*WORK ORDER*
The answer must consist solely of the lines from the one containing "Binary file added: games/killers/assets/heads/casey-rocket.png" to the end of the entries below, repeated exactly.

*SOURCE MATERIAL*
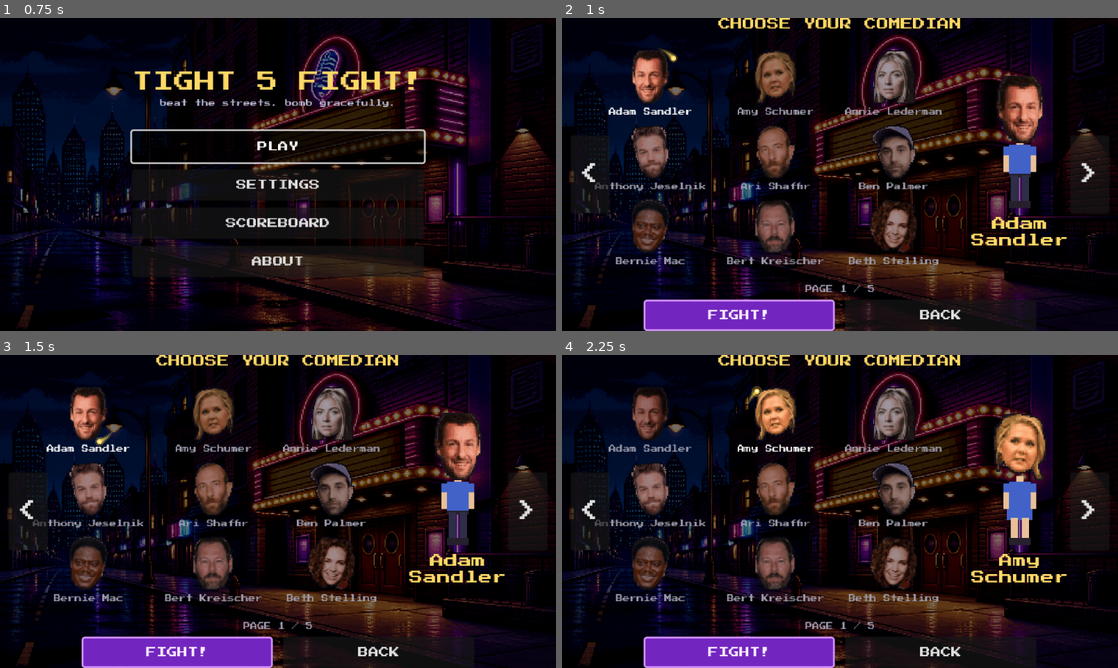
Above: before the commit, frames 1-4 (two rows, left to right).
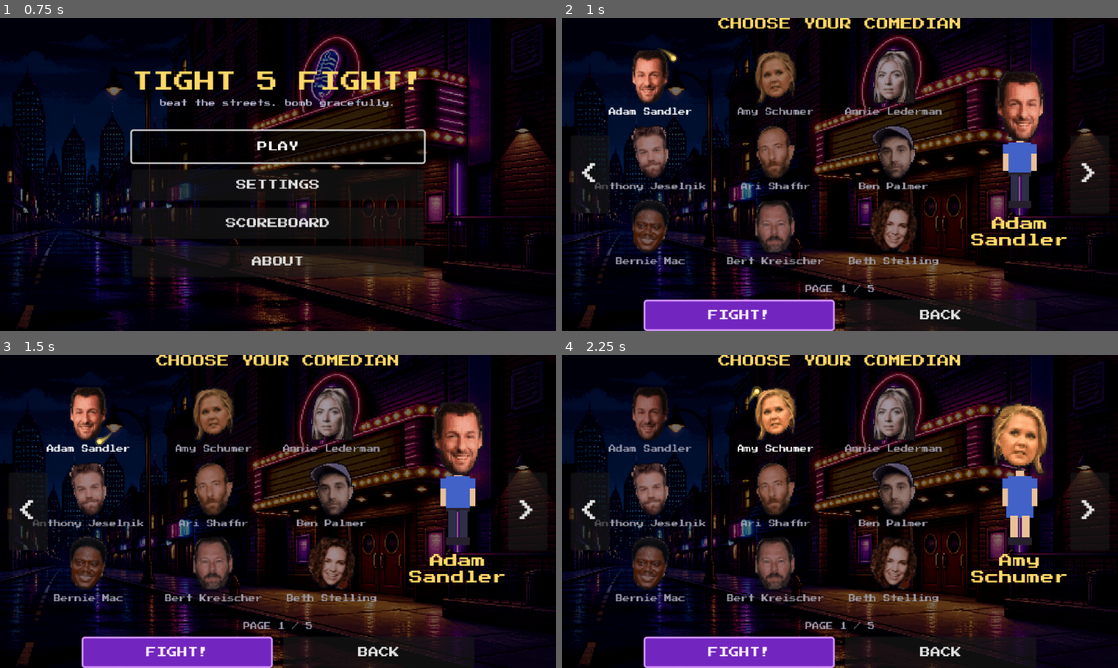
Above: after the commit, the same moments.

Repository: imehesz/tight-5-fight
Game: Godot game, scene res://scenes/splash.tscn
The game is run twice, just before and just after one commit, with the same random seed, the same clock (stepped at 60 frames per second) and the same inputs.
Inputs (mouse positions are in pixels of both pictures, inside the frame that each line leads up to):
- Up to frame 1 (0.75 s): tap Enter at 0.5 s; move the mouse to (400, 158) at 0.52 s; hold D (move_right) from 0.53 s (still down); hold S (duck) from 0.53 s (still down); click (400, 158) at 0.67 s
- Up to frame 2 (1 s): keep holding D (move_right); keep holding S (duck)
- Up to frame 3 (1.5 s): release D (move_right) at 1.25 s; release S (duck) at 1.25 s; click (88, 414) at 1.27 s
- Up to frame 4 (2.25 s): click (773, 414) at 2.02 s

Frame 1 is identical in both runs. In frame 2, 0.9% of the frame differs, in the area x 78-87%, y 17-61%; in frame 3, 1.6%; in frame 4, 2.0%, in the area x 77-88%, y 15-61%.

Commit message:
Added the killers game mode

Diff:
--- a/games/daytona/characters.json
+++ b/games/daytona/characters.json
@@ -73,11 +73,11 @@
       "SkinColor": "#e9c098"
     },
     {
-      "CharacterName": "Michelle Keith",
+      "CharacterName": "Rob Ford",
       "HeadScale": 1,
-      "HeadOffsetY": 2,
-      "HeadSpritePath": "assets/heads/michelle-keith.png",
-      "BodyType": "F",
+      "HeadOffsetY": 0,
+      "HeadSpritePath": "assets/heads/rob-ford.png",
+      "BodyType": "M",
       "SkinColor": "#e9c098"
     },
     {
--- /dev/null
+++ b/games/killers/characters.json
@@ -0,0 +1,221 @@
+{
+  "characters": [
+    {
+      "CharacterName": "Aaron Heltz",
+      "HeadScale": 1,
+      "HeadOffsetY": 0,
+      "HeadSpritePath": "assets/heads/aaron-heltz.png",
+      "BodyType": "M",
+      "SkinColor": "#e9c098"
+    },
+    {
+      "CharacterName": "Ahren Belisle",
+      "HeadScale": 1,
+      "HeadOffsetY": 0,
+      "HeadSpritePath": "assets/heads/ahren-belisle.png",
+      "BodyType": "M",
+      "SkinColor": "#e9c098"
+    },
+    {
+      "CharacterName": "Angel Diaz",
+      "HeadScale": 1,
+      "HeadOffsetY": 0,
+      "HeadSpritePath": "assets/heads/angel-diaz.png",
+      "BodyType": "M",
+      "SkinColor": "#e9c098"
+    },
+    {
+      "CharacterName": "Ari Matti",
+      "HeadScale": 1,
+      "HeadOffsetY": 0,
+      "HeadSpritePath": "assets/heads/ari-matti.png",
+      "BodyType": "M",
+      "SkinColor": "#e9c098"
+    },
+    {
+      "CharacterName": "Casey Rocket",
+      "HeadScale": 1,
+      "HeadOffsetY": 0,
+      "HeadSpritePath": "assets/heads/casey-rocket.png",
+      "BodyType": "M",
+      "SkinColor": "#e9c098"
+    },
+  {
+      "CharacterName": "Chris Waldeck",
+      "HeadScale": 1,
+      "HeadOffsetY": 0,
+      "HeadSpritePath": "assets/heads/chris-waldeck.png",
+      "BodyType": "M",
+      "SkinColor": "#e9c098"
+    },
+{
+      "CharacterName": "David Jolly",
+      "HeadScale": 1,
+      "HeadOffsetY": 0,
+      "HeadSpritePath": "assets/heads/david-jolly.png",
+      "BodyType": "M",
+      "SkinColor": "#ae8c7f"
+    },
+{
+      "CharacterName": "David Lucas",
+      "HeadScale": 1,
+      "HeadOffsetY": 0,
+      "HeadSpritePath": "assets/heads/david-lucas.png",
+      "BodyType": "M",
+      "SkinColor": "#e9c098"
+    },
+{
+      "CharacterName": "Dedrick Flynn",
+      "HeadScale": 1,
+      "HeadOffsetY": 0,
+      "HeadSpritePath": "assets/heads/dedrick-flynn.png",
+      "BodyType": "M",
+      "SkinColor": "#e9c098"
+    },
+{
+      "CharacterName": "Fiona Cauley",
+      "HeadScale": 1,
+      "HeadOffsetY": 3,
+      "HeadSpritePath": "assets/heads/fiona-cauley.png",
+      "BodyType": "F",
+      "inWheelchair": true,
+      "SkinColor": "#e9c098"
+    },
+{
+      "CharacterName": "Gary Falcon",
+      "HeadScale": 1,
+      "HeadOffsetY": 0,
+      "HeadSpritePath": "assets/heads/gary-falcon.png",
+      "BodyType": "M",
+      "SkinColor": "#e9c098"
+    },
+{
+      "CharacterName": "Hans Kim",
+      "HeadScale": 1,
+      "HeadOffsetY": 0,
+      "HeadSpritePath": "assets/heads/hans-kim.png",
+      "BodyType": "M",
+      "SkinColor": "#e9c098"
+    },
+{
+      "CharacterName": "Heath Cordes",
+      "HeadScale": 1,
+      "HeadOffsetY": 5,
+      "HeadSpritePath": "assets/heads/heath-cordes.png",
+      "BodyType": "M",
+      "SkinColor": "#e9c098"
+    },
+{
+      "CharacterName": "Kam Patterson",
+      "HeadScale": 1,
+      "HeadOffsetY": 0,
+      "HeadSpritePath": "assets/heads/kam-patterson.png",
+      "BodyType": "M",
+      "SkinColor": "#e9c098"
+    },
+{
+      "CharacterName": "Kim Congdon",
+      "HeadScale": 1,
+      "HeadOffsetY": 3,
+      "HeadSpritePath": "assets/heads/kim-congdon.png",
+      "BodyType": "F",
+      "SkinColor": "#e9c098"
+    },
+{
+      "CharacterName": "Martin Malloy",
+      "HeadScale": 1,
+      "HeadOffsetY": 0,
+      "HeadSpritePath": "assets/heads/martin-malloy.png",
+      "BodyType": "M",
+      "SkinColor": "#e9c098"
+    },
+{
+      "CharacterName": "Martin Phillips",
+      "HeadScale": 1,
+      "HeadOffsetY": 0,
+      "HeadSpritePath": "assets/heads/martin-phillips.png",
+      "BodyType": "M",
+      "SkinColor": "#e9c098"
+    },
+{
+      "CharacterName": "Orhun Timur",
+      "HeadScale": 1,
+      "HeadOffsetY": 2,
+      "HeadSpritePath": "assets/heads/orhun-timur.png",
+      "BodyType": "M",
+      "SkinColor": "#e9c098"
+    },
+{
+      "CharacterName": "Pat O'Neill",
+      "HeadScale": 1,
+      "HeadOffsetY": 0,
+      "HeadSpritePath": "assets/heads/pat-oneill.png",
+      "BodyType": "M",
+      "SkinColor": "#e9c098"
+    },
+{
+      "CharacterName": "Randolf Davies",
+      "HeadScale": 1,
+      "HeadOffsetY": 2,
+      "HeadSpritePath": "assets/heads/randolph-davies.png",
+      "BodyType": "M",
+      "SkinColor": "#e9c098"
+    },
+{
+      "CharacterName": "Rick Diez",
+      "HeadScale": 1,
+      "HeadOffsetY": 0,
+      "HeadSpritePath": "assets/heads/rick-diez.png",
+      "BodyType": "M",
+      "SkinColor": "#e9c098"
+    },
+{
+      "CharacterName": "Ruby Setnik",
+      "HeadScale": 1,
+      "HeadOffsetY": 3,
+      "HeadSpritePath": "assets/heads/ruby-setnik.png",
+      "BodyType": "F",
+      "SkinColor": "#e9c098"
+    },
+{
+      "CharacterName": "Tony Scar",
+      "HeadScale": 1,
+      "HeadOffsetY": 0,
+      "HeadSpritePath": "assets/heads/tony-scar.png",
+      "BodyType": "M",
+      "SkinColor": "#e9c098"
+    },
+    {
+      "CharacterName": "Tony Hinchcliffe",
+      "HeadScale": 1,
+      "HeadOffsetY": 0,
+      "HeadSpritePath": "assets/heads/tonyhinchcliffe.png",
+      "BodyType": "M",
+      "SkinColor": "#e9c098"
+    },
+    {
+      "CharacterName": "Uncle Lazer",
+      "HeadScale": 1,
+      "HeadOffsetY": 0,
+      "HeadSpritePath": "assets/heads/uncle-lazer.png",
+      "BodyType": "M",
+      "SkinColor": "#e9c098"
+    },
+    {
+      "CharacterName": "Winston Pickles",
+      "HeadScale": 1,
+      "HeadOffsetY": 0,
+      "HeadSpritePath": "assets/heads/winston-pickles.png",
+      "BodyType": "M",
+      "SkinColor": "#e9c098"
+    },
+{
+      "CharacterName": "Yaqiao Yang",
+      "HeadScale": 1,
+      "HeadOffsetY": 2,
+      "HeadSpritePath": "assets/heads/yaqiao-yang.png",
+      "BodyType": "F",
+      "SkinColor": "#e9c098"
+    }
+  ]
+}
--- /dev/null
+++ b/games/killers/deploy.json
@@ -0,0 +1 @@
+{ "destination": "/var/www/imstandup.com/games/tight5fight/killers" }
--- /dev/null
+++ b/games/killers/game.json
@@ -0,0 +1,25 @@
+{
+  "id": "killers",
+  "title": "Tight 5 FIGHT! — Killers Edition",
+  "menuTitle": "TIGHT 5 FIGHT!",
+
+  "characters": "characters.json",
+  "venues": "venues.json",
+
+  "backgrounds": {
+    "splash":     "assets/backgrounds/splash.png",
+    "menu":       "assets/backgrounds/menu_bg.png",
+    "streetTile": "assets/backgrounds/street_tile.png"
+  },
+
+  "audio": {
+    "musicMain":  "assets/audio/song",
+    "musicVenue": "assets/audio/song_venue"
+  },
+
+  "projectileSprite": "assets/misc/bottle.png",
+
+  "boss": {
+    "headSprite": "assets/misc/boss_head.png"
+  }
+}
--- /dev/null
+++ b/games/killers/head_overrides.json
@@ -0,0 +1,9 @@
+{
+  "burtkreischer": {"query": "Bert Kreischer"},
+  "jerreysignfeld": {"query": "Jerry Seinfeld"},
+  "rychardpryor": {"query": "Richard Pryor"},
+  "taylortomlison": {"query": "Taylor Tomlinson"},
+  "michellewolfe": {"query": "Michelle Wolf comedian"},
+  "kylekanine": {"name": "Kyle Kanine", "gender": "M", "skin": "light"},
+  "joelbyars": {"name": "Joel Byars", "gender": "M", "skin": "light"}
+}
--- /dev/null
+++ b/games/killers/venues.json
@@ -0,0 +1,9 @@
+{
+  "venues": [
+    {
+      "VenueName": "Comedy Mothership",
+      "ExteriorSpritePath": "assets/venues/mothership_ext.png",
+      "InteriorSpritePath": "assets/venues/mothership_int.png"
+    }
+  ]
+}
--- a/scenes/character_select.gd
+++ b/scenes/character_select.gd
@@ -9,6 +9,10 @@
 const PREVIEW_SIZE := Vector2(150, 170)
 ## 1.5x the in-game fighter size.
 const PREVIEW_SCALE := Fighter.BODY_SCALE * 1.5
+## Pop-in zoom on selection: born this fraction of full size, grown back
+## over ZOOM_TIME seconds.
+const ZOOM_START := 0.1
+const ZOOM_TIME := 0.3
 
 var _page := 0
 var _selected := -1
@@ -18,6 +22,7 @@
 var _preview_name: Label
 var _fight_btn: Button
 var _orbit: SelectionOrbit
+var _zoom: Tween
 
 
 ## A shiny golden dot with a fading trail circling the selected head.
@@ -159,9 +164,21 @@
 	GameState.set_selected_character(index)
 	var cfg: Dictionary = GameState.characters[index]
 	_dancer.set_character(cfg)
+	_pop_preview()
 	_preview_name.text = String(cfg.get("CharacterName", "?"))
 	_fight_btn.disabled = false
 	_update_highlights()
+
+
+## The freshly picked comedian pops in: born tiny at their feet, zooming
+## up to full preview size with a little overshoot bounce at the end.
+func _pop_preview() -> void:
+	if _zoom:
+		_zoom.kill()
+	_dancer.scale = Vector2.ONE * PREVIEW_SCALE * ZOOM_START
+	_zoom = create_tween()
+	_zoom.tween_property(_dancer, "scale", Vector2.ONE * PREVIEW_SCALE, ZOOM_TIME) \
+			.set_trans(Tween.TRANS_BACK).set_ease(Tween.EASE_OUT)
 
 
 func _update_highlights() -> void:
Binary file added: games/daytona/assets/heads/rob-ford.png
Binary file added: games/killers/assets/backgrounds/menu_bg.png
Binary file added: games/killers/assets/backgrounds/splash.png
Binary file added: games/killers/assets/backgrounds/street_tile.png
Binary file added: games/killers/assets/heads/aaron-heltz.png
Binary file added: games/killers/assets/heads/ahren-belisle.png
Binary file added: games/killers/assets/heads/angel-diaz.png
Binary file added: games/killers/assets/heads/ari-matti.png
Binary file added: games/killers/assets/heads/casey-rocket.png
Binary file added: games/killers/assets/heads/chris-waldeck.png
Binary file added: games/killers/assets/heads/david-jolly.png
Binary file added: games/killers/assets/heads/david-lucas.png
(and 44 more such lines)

*ANSWER TO THE EXERCISE*
Binary file added: games/killers/assets/heads/casey-rocket.png
Binary file added: games/killers/assets/heads/chris-waldeck.png
Binary file added: games/killers/assets/heads/david-jolly.png
Binary file added: games/killers/assets/heads/david-lucas.png
(and 44 more such lines)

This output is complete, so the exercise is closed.